To play it safe, if you can afford to, I’d say find yourself a place locally, then if everything continues to go well, move in. That way it gives you time to get used to being together constantly again, and it can take some getting used to. It also allows you the chance to go slow in the “moving in” process which, even if just purely logistical, can be handy. It also gives you some time to yourself to adjust to the change in location, not everyone wants/needs that, but it can help give you a sense of self-reliance in getting around and learning the area.

deni's avatar

I also think it depends on the relationship. Some couples are not fond of seeing each other every day. I, on the other hand, will take as much time with my boyfriend as I can get. I don’t get sick of him and he makes me so happy and we have tons o fun together, so why not? We were long distance for 4 months until I moved out here, and we’re moving in together in January and I don’t have any regrets about signing a lease with him and even though everyone tells me we’ll argue about everything once we move in together, I disagree. I just don’t think we’re the type of couple to let something like DISHES or hogging the bed come between us. Even bills. And plus at this point since we spend most nights together anyhow, it just makes sense.

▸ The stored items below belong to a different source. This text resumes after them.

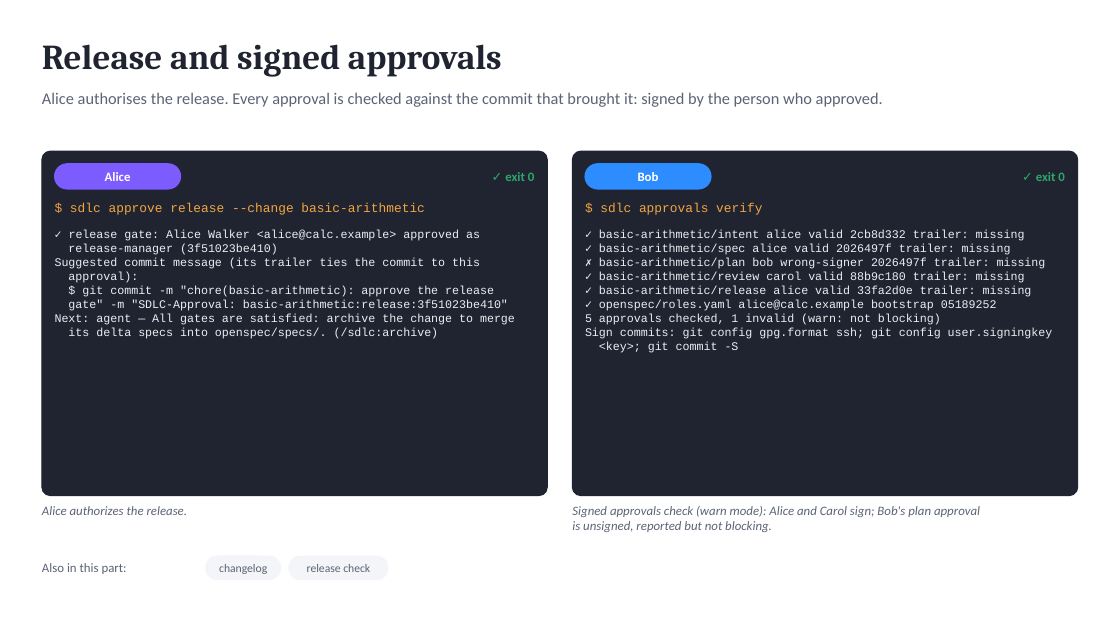
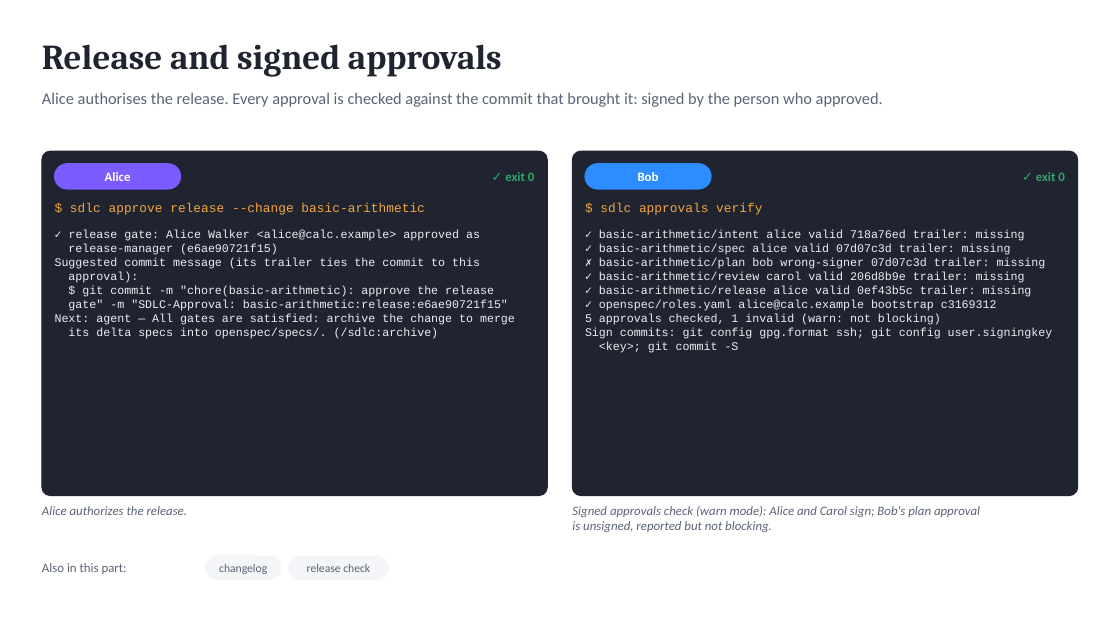
Before and after one commit to marin-ai-tech/sdlc, a slide deck: slide 13 of docs/demo/sdlc-calculator-demo.en.pptx. Drawn at 1120x630 pixels with LibreOffice and Linux fonts; fonts in the diff are those of the drawing. Boxes give left, top, right and bottom in pixels: in the first picture for what was removed or moved away, otherwise in the second. Text is boxed around its words. In the diff, an @@ line names an element or a change of style, - is before the commit and + after.

Commit message:
feat: settings changes by proposal: propose, show, apply (0.23.0)
The process files are protected, so an agent could only describe a settings change and a person retyped it by hand,
unchecked. A proposal makes it a reviewed, recorded decision.

- sdlc config propose --set <key>=<value> --reason (or --file, --target roles) validates the result with the CLI's
  parser and stores it against the file as it is; the file does not change. Agents may propose.
- sdlc config show lists proposals or shows the diff, the validation and the warnings when a proposal weakens the
  process.
- sdlc config apply and dismiss are a person's decisions (a maintainer with roles.yaml); a weakening needs --yes, and a
  proposal made before the file changed is stale.
- The sdlc-config workflow proposes and explains; the health and adoption workflows use it.
- A shorter README; the CLI and file reference moved to the guide.

```diff
--- a/docs/demo/sdlc-calculator-demo.en.pptx
+++ b/docs/demo/sdlc-calculator-demo.en.pptx
@@ text at (599, 230, 1046, 311): text changed @@
-✓ basic-arithmetic/intent alice valid 2cb8d332 trailer: missing
-✓ basic-arithmetic/spec alice valid 2026497f trailer: missing
-✗ basic-arithmetic/plan bob wrong-signer 2026497f trailer: missing
-✓ basic-arithmetic/review carol valid 88b9c180 trailer: missing
-✓ basic-arithmetic/release alice valid 33fa2d0e trailer: missing
-✓ openspec/roles.yaml alice@calc.example bootstrap 05189252
+✓ basic-arithmetic/intent alice valid 718a76ed trailer: missing
+✓ basic-arithmetic/spec alice valid 07d07c3d trailer: missing
+✗ basic-arithmetic/plan bob wrong-signer 07d07c3d trailer: missing
+✓ basic-arithmetic/review carol valid 206d8b9e trailer: missing
+✓ basic-arithmetic/release alice valid 0ef43b5c trailer: missing
+✓ openspec/roles.yaml alice@calc.example bootstrap c3169312
@@ text at (68, 244, 278, 255): text changed @@
-release-manager (3f51023be410)
+release-manager (e6ae90721f15)
@@ text at (68, 300, 508, 311): text changed @@
-gate" -m "SDLC-Approval: basic-arithmetic:release:3f51023be410"
+gate" -m "SDLC-Approval: basic-arithmetic:release:e6ae90721f15"
```
Also in this commit, not shown: 6 other slides changed, 54 other files.

But everyone isn’t like this….obviously. I do think it would have been too much to move out here and then move right in with him. That would have been risky, I think. Too soon.

marinelife's avatar

It depends on your history as a couple. Have you lived together before? Has your relationship always been long distance?

To be on the safe side, why not get your own place locally at first?

downtide's avatar

My partner and I went from long-distance straight to living together, and it worked fine, although we’d already lived together for a short while beforehand, so we both knew what we were getting into.

We’re celebrating our 22nd wedding aniversary in 2 months. :)

chelle21689's avatar

Hmm…we’ve been together for 3 years before he moved. I was always at his place and we always were together almost every day. I know his habits, which are annoying haha. I don’t think there is surprises…but I just think it’s a huge transition. I honestly just would hate to find a room mate to live with because I don’t know what to expect from a stranger I’m moving in with ya know?

chels's avatar

@chelle21689 If you were basically living with him at his place, as you said you were always at his place and you were together everyday for the most part, then how come it’s such a huge transition? To me that would make it easier and less of a transition.

chelle21689's avatar

Just because long distance we’re 2,000 miles away right now. I don’t know. Haha. I guess I could test it out when he has his own place and I’m there for 2 wks instead of 1. He is messy but I don’t know many guys who are neat at all lol.

chels's avatar

@chelle21689 When Richard and I started dating I was in New Jersey and he lived here in the UK. Like everyones said, it really just depends on you and your man. If you need to, write out all the pros and cons of moving in together, and the pros and cons of you living apart for a while. See which has more pros and less cons.

Captain_Fantasy's avatar

Take care of your own needs beforehand. Long distance relationships usually don’t work when they get close distance if the people’s only contact prior to the move in, was long distance.

Online lovers:
Sure you love each other now but that’s only from afar. Don’t get carried away unless you really know what you’re doing.

Even then, ask your real life friends about it. Don’t ask online friends. They mean well but they just don’t know you like your real life friends do.

chels's avatar

@Captain_Fantasy Understandable but not always true. Some of my Fluther/online friends know me way better than my friends in real life do.

Also, saying.. ”Long distance relationships usually don’t work when they getti close distance if te peoples ony contact prior to the move in, was long distance.” is quite a sweeping generalization, don’t you think?

Captain_Fantasy's avatar

Nope I don’t think it is.
At all.

It’s rare that relationships that start out over the internet turn out to be real close ones.

Yes my original post was wrought with typing mistakes but the intent is the same.